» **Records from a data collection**
+ + + +
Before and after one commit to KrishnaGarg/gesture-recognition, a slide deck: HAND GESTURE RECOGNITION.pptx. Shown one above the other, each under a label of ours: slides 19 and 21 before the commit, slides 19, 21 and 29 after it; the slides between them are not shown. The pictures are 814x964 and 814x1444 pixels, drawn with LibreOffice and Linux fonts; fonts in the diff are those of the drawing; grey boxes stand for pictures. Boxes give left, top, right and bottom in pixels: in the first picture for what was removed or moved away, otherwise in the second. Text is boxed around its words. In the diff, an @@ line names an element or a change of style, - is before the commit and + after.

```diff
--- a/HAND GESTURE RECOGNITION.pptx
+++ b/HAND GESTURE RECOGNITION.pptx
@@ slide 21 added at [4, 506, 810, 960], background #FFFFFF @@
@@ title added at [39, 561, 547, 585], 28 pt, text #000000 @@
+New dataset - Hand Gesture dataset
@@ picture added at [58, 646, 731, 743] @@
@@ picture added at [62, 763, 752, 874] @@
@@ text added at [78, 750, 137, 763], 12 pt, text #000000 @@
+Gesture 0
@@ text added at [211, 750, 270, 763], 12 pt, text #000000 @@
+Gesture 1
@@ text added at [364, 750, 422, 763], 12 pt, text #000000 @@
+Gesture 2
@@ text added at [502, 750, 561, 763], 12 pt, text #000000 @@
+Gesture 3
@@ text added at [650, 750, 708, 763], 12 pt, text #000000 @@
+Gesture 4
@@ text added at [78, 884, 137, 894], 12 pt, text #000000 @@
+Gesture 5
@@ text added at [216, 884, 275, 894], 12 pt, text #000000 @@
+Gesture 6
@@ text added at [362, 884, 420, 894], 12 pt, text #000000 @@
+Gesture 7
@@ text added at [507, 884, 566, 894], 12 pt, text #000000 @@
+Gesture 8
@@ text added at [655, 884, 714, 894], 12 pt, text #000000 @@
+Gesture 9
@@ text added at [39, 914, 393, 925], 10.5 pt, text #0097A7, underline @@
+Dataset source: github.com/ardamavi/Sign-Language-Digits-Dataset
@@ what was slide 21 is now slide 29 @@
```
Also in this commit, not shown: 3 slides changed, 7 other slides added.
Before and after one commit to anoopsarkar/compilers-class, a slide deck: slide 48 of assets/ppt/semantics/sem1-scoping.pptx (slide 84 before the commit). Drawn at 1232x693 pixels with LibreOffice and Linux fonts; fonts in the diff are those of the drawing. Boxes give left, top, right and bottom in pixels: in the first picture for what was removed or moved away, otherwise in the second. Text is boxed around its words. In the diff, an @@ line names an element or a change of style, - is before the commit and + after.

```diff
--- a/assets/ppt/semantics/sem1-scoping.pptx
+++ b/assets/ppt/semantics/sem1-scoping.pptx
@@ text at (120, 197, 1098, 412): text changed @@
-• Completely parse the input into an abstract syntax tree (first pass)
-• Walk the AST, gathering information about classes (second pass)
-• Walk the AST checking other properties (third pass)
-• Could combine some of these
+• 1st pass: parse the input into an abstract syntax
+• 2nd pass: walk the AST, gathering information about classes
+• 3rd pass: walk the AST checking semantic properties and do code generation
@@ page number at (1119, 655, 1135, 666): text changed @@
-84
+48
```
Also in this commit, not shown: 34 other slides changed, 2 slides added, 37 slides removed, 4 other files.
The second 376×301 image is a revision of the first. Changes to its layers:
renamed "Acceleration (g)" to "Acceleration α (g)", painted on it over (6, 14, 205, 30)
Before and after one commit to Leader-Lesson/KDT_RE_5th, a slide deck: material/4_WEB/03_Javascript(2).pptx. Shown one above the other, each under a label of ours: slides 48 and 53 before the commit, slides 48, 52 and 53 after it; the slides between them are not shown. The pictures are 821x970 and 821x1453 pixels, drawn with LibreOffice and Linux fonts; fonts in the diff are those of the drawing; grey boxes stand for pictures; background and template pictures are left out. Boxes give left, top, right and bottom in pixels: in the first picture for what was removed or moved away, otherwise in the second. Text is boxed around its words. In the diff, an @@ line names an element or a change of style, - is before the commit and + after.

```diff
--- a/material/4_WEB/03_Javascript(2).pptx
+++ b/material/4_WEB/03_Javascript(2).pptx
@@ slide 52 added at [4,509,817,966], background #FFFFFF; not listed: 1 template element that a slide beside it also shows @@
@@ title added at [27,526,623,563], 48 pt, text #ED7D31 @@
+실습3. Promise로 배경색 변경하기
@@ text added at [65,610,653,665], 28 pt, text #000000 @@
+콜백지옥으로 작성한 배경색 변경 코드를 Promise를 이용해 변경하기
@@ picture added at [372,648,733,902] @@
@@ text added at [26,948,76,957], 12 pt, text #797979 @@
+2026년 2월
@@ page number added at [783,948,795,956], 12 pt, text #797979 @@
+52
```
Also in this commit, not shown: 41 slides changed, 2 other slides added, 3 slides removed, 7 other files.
+ + + +
» **What is expected**
Give back every line of the data above exactly as written.

» **Task output**
Before and after one commit to KrishnaGarg/gesture-recognition, a slide deck: HAND GESTURE RECOGNITION.pptx. Shown one above the other, each under a label of ours: slides 19 and 21 before the commit, slides 19, 21 and 29 after it; the slides between them are not shown. The pictures are 814x964 and 814x1444 pixels, drawn with LibreOffice and Linux fonts; fonts in the diff are those of the drawing; grey boxes stand for pictures. Boxes give left, top, right and bottom in pixels: in the first picture for what was removed or moved away, otherwise in the second. Text is boxed around its words. In the diff, an @@ line names an element or a change of style, - is before the commit and + after.

```diff
--- a/HAND GESTURE RECOGNITION.pptx
+++ b/HAND GESTURE RECOGNITION.pptx
@@ slide 21 added at [4, 506, 810, 960], background #FFFFFF @@
@@ title added at [39, 561, 547, 585], 28 pt, text #000000 @@
+New dataset - Hand Gesture dataset
@@ picture added at [58, 646, 731, 743] @@
@@ picture added at [62, 763, 752, 874] @@
@@ text added at [78, 750, 137, 763], 12 pt, text #000000 @@
+Gesture 0
@@ text added at [211, 750, 270, 763], 12 pt, text #000000 @@
+Gesture 1
@@ text added at [364, 750, 422, 763], 12 pt, text #000000 @@
+Gesture 2
@@ text added at [502, 750, 561, 763], 12 pt, text #000000 @@
+Gesture 3
@@ text added at [650, 750, 708, 763], 12 pt, text #000000 @@
+Gesture 4
@@ text added at [78, 884, 137, 894], 12 pt, text #000000 @@
+Gesture 5
@@ text added at [216, 884, 275, 894], 12 pt, text #000000 @@
+Gesture 6
@@ text added at [362, 884, 420, 894], 12 pt, text #000000 @@
+Gesture 7
@@ text added at [507, 884, 566, 894], 12 pt, text #000000 @@
+Gesture 8
@@ text added at [655, 884, 714, 894], 12 pt, text #000000 @@
+Gesture 9
@@ text added at [39, 914, 393, 925], 10.5 pt, text #0097A7, underline @@
+Dataset source: github.com/ardamavi/Sign-Language-Digits-Dataset
@@ what was slide 21 is now slide 29 @@
```
Also in this commit, not shown: 3 slides changed, 7 other slides added.
Before and after one commit to anoopsarkar/compilers-class, a slide deck: slide 48 of assets/ppt/semantics/sem1-scoping.pptx (slide 84 before the commit). Drawn at 1232x693 pixels with LibreOffice and Linux fonts; fonts in the diff are those of the drawing. Boxes give left, top, right and bottom in pixels: in the first picture for what was removed or moved away, otherwise in the second. Text is boxed around its words. In the diff, an @@ line names an element or a change of style, - is before the commit and + after.

```diff
--- a/assets/ppt/semantics/sem1-scoping.pptx
+++ b/assets/ppt/semantics/sem1-scoping.pptx
@@ text at (120, 197, 1098, 412): text changed @@
-• Completely parse the input into an abstract syntax tree (first pass)
-• Walk the AST, gathering information about classes (second pass)
-• Walk the AST checking other properties (third pass)
-• Could combine some of these
+• 1st pass: parse the input into an abstract syntax
+• 2nd pass: walk the AST, gathering information about classes
+• 3rd pass: walk the AST checking semantic properties and do code generation
@@ page number at (1119, 655, 1135, 666): text changed @@
-84
+48
```
Also in this commit, not shown: 34 other slides changed, 2 slides added, 37 slides removed, 4 other files.
The second 376×301 image is a revision of the first. Changes to its layers:
renamed "Acceleration (g)" to "Acceleration α (g)", painted on it over (6, 14, 205, 30)
Before and after one commit to Leader-Lesson/KDT_RE_5th, a slide deck: material/4_WEB/03_Javascript(2).pptx. Shown one above the other, each under a label of ours: slides 48 and 53 before the commit, slides 48, 52 and 53 after it; the slides between them are not shown. The pictures are 821x970 and 821x1453 pixels, drawn with LibreOffice and Linux fonts; fonts in the diff are those of the drawing; grey boxes stand for pictures; background and template pictures are left out. Boxes give left, top, right and bottom in pixels: in the first picture for what was removed or moved away, otherwise in the second. Text is boxed around its words. In the diff, an @@ line names an element or a change of style, - is before the commit and + after.

```diff
--- a/material/4_WEB/03_Javascript(2).pptx
+++ b/material/4_WEB/03_Javascript(2).pptx
@@ slide 52 added at [4,509,817,966], background #FFFFFF; not listed: 1 template element that a slide beside it also shows @@
@@ title added at [27,526,623,563], 48 pt, text #ED7D31 @@
+실습3. Promise로 배경색 변경하기
@@ text added at [65,610,653,665], 28 pt, text #000000 @@
+콜백지옥으로 작성한 배경색 변경 코드를 Promise를 이용해 변경하기
@@ picture added at [372,648,733,902] @@
@@ text added at [26,948,76,957], 12 pt, text #797979 @@
+2026년 2월
@@ page number added at [783,948,795,956], 12 pt, text #797979 @@
+52
```
Also in this commit, not shown: 41 slides changed, 2 other slides added, 3 slides removed, 7 other files.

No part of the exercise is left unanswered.